Assistaient également : Bernard Arnaudon, Ludovic Bayle, Bertrand Cochard, Henry-Pascal-Eldin, Garlann Nizon, Amandine Renault, Daniel Suszwalak

1. Avis sur la charte partenariale GéoArdèche avant passage en Comité syndical
La présentation de la charte au Bureau se focalise sur les points essentiels et non sur la partie technique. Le partenariat mis en œuvre s’appelle « GéoArdèche ». Il implique quatre partenaires fondateurs : le CG07, le SDE07, le SDIS07 et le SMI.
Pour l’instant, le Président du SDE07 a seulement donné un accord de principe avant passage devant son propre Comité syndical.

Il y a également deux autres acteurs importants : la Région Rhône-Alpes ainsi que l’État.
La Région est présente depuis les phases d’études. Elle est toujours informée de l’évolution de la plateforme.
Il est prévu dans la charte la possibilité d’intégrer les services de l’État (comme la Gendarmerie, la DDT, la DDFIP,…). Ces services sont demandeurs pour faire partie du partenariat. Des outils existent mais ils ne satisfont pas toujours leurs besoins. Début novembre, le Syndicat a rencontré en particulier la Direction départementale des finances publiques, qui souhaite également être un partenaire privilégié au titre des données cadastrales.
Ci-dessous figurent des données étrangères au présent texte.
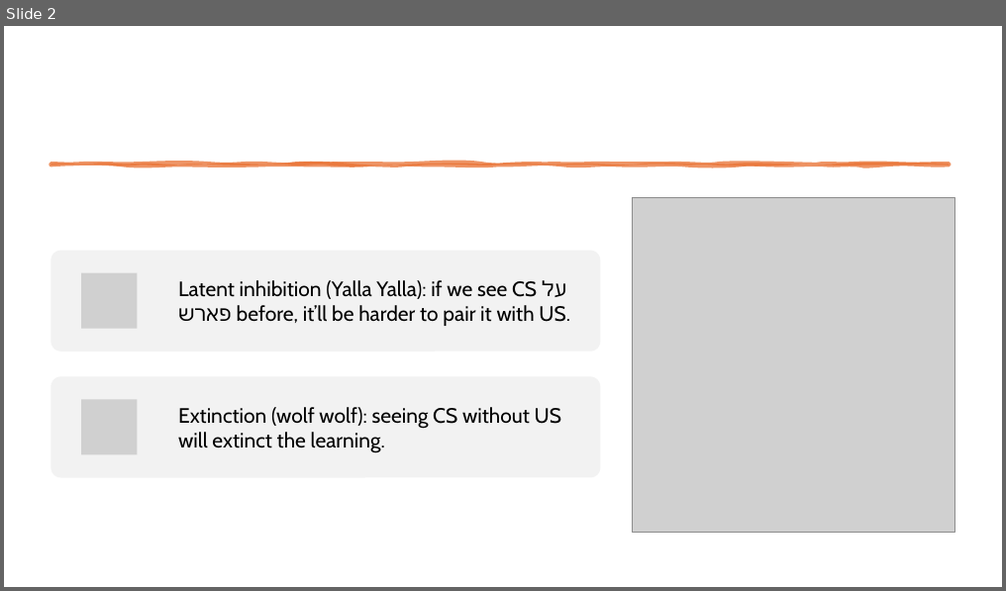
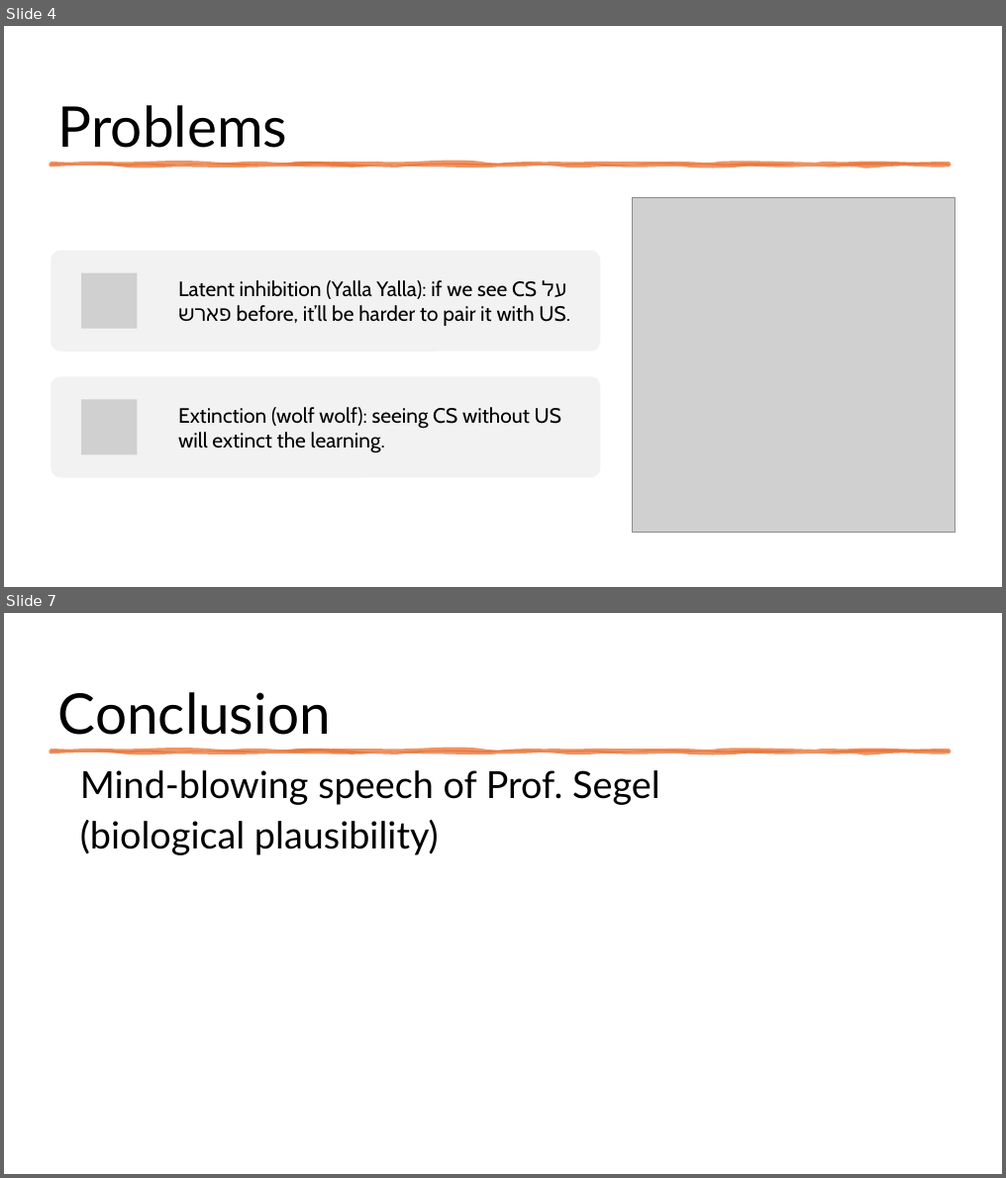
Before and after one commit to shaharEd/CognitionInGRMs, a slide deck: Presentation.pptx. Shown one above the other, each under a label of ours: slide 2 before the commit, slides 4 and 7 after it; the slides between them are not shown. The pictures are 1006x591 and 1006x1178 pixels, drawn with LibreOffice and Linux fonts; fonts in the diff are those of the drawing; grey boxes stand for pictures. Boxes give left, top, right and bottom in pixels: in the first picture for what was removed or moved away, otherwise in the second. Text is boxed around its words. In the diff, an @@ line names an element or a change of style, - is before the commit and + after.

```diff
--- a/Presentation.pptx
+++ b/Presentation.pptx
@@ slide 7 added at (x1=4, y1=613, x2=1002, y2=1174), background #FFFFFF @@
@@ title added at (x1=58, y1=692, x2=331, y2=735), 54 pt, text #000000 @@
+Conclusion
@@ freeform shape added at (x1=52, y1=751, x2=949, y2=753), fill #E97132 at 75% opacity, outline #E97132 3.5 pt @@
@@ text added at (x1=80, y1=770, x2=660, y2=856), 36 pt, text #000000 @@
+Mind-blowing speech of Prof. Segel
+(biological plausibility)
@@ what was slide 2 is now slide 4 @@
@@ slide 4 changed as well @@
@@ title added at (x1=58, y1=105, x2=287, y2=148), 54 pt, text #000000 @@
+Problems
```
Also in this commit, not shown: 4 other slides added, 11 other files.

Didier Picheral s’inquiète de la confidentialité des données pour la Gendarmerie. Bertrand Cochard confirme qu’il y a bien une telle clause et que la plateforme prévoit des droits assez fins d’autorisation.

Concernant le chapitre 2 « Structure du partenariat », il est expliqué au Bureau que les partenaires sont en particulier toutes les collectivités locales, celles-ci sont membres de droit mais elles doivent tout de même signer la charte.
Il est signalé au Bureau que Le Teil est la première collectivité à avoir adhéré au service début novembre.
Il est rappelé que « Le Comité de pilotage valide ou rejette le partenariat sur avis du comité technique. Le rejet est motivé par le Comité de pilotage et notifié au demandeur ».
Il existe deux instances de gouvernance : l’Assemblée Générale des ayants droits, soit toutes les structures ayant signé la charte. C’est le président du Syndicat des Énergies (SDE07) qui sera Président de cette assemblée, cette dernière se réunira au moins une fois par an.
L’organe exécutif sera le comité de pilotage qui sera présidé par le Président du CG07.
L’animateur du partenariat est Bertrand Cochard, agent des Inforoutes.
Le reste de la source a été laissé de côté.